Volvimos a cruzar a la orilla izquierda del Sena y desandamos el camino. A la altura de Notre Dame, a mano derecha, al otro lado de la calle, entreví una librería. Cuando busqué cómo se llamaba no podía creerlo: ¡Era la Shakespeare and Co! Yo creía que estaba en St-German-des-Prés, justo una calle más abajo, no en la ribera del Sena. Pero cuando nos acercamos, no había duda: era la librería de Sylvia Beach, la de Joyce, Hemingway… Entramos. En efecto, era una librería inglesa (todos los libros que alcanzaba a ver estaban en inglés), vieja, con olor a libro viejo, destartalada, irregular, estrecha (había que ceder el paso a los otros ocupantes al cruzarse con ellos), atestada de libros: perfecta.
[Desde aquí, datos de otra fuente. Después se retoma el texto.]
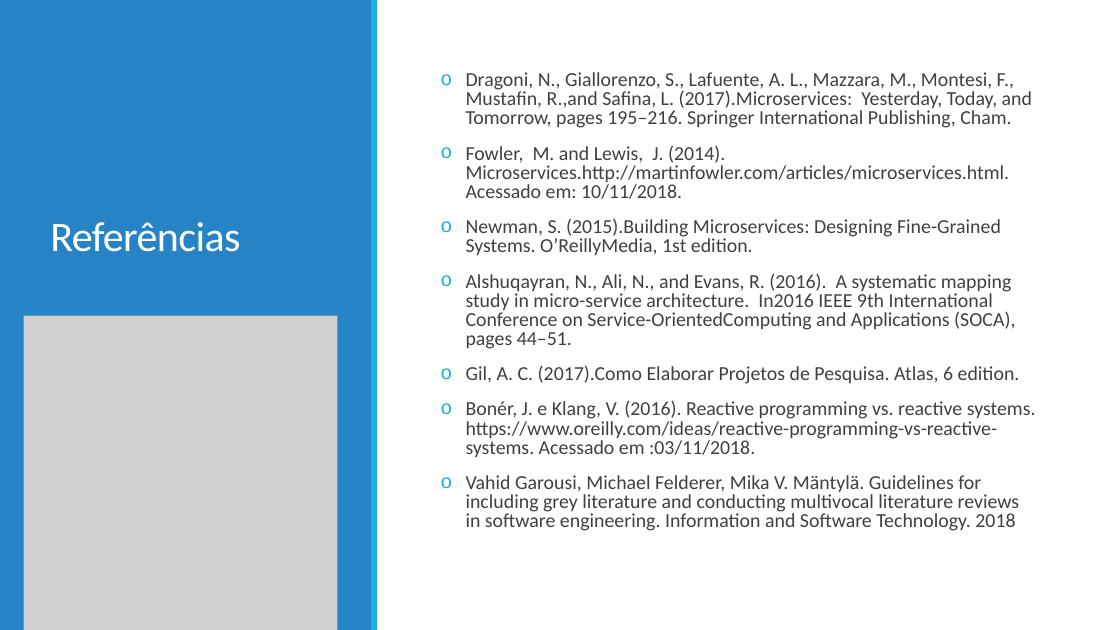
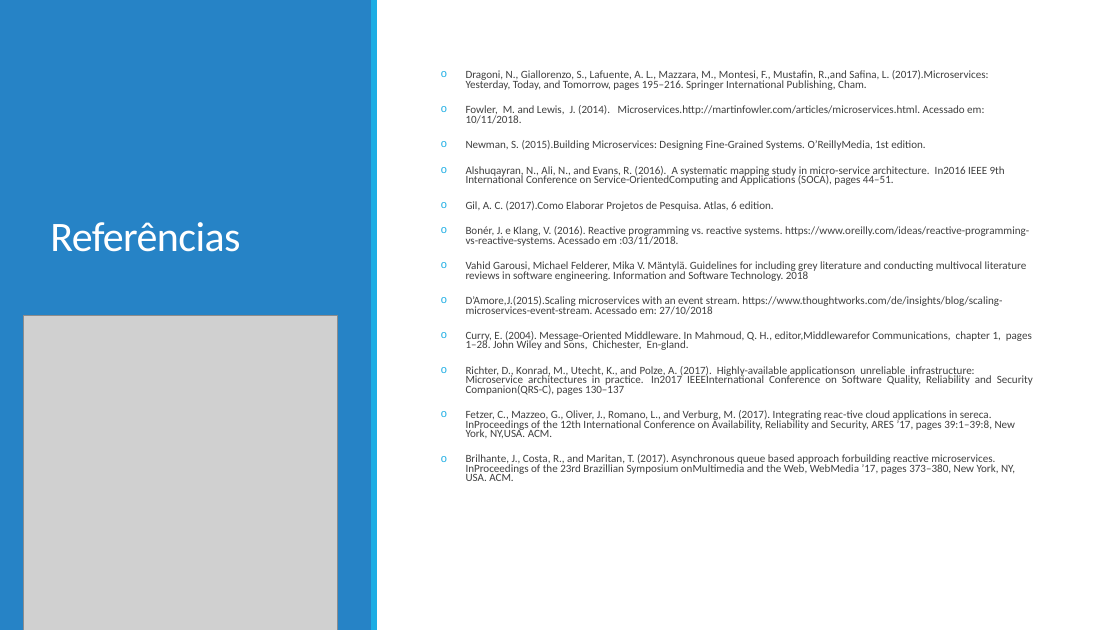
Before and after one commit to mrezende/architecture-discipline, a slide deck: slide 12 of article-presentation/Artigo.pptx. Drawn at 1120x630 pixels with LibreOffice and Linux fonts; fonts in the diff are those of the drawing; grey boxes stand for pictures. Boxes give left, top, right and bottom in pixels: in the first picture for what was removed or moved away, otherwise in the second. Text is boxed around its words. In the diff, an @@ line names an element or a change of style, - is before the commit and + after.

Commit message:
alteracao dos resultados

```diff
--- a/article-presentation/Artigo.pptx
+++ b/article-presentation/Artigo.pptx
@@ text at box(466, 70, 1029, 281): size 17 to 9.5 pt in "Dragoni, N., Giallorenzo, S., Lafuente, A. L., ...", "Fowler, M. and Lewis, J. (2014). Microservices.http://martin ...", "Newman, S. (2015).Building Microservices: Designing Fine-Gra ...", "Alshuqayran, N., Ali, N., and Evans, R. ..." and 3 more places; line spacing 0.8 to 0.7 @@
@@ text at box(466, 296, 1033, 481): paragraphs added @@
+o D’Amore,J.(2015).Scaling microservices with an event stream. https://www.thoughtworks.com/de/insights/blog/scaling-microservices-event-stream. Acessado em: 27/10/2018
+o Curry, E. (2004). Message-Oriented Middleware. In Mahmoud, Q. H., editor,Middlewarefor Communications, chapter 1, pages 1–28. John Wiley and Sons, Chichester, En-gland.
+o Richter, D., Konrad, M., Utecht, K., and Polze, A. (2017). Highly-available applicationson unreliable infrastructure: Microservice architectures in practice. In2017 IEEEInternational Conference on Software Quality, Reliability and Security Companion(QRS-C), pages 130–137
+o Fetzer, C., Mazzeo, G., Oliver, J., Romano, L., and Verburg, M. (2017). Integrating reac-tive cloud applications in sereca. InProceedings of the 12th International Conference on Availability, Reliability and Security, ARES ’17, pages 39:1–39:8, New York, NY,USA. ACM.
+o Brilhante, J., Costa, R., and Maritan, T. (2017). Asynchronous queue based approach forbuilding reactive microservices. InProceedings of the 23rd Brazillian Symposium onMultimedia and the Web, WebMedia ’17, pages 373–380, New York, NY, USA. ACM.
```

En los rincones libres y alrededor de los dos mostradores, tenía fotos de sus viejas glorias. En una vitrina sobre el mostrador central (en ángulo frente a la puerta, como la quilla de un barco) había algunos ejemplares antiguos de Hemingway, Stein o Joyce. Otra cosa curiosa en que no había reparado hasta entonces: era ya tarde y, sin embargo, la librería estaba abierta y había gente deambulando por ella.
La recorrí mirando aquí y allá, reconociendo algún título suelto (me pareció que había muchas obras de Martin Amis) pero sin poder fijar la atención. Al fondo, tras una cortina ajada, descorrida, en un pequeño ensanche, un muchacho alto estaba desparramado sobre un sillón, leyendo (no hojeando como quien duda si comprar o no) las cartas de amor de Dylan Thomas. Pasado este descansillo se giraba la izquierda y, tras otro breve pasillo, podía girarse a la derecha (la librería es una estrechísima irregular U), o bien subir por unas escaleras. Subí. Por toda la pared de la escalera estaban dibujados de forma tosca y naif, enmarcados en óvalos, los principales autores en lengua inglesa vinculados de un modo u otro con la librería, o más bien con París a principios del siglo veinte: Edith Warthon, Hemingway, Joyce, Gertrude Stein, Djuna Barnes, Henry Miller…; también estaban Scott Fitzgerald y la generación beat; lo cierto es que me gustó verlos allí. En la segunda planta, más estanterías por todas partes. Aquí los libros que había parecían claramente ser libros viejos. La escalera desembocaba en una sala con una ventana al fondo: la de la fachada del primer piso. Antes de entrar en ella, a mano izquierda, había un diminuto cubículo de paneles —no se podía entrar de pie—, ornado con una ristra de luces, como las de los árboles de Navidad, en cuyo interior había un asiento y una vieja máquina de escribir. Un cartel invitaba los visitantes a escribir en ella si lo deseaban. A mano derecha, justo antes del cubículo de la máquina de escribir, en recodo, se abría otra habitación. En dos de las paredes, encajonados entre estanterías, se escondía sendos camastros, no muy limpios, uno de ellos con su almohada, como listo para acostarse. Entonces recordé que Terenci Moix cuenta en sus memorias que se podía pasar la noche en la Shakespeare and Co (no recuerdo si había algún tipo de requisito para ello, vinculado con la literatura) y que él mismo pernoctó allí un tiempo, cuando se fue a París en plan bohemio. Supuse que la cama sería algún vestigio de aquella tradición. En la sala también había un piano de pared, empotrado entre estanterías, haciendo esquina con el camastro. También había un cartel que invitaba a tocarlo.
2 comentarios:
Lo de la máquina de escribir ya lo hacíamos Rafa, Jose Ángel y yo cuando vivíamos juntos. Ese sí que fue el comienzo de las redes sociales.
Absolutamente. Yo he visto alguna de las páginas originales que escribisteis, y que Rafa conserva aún.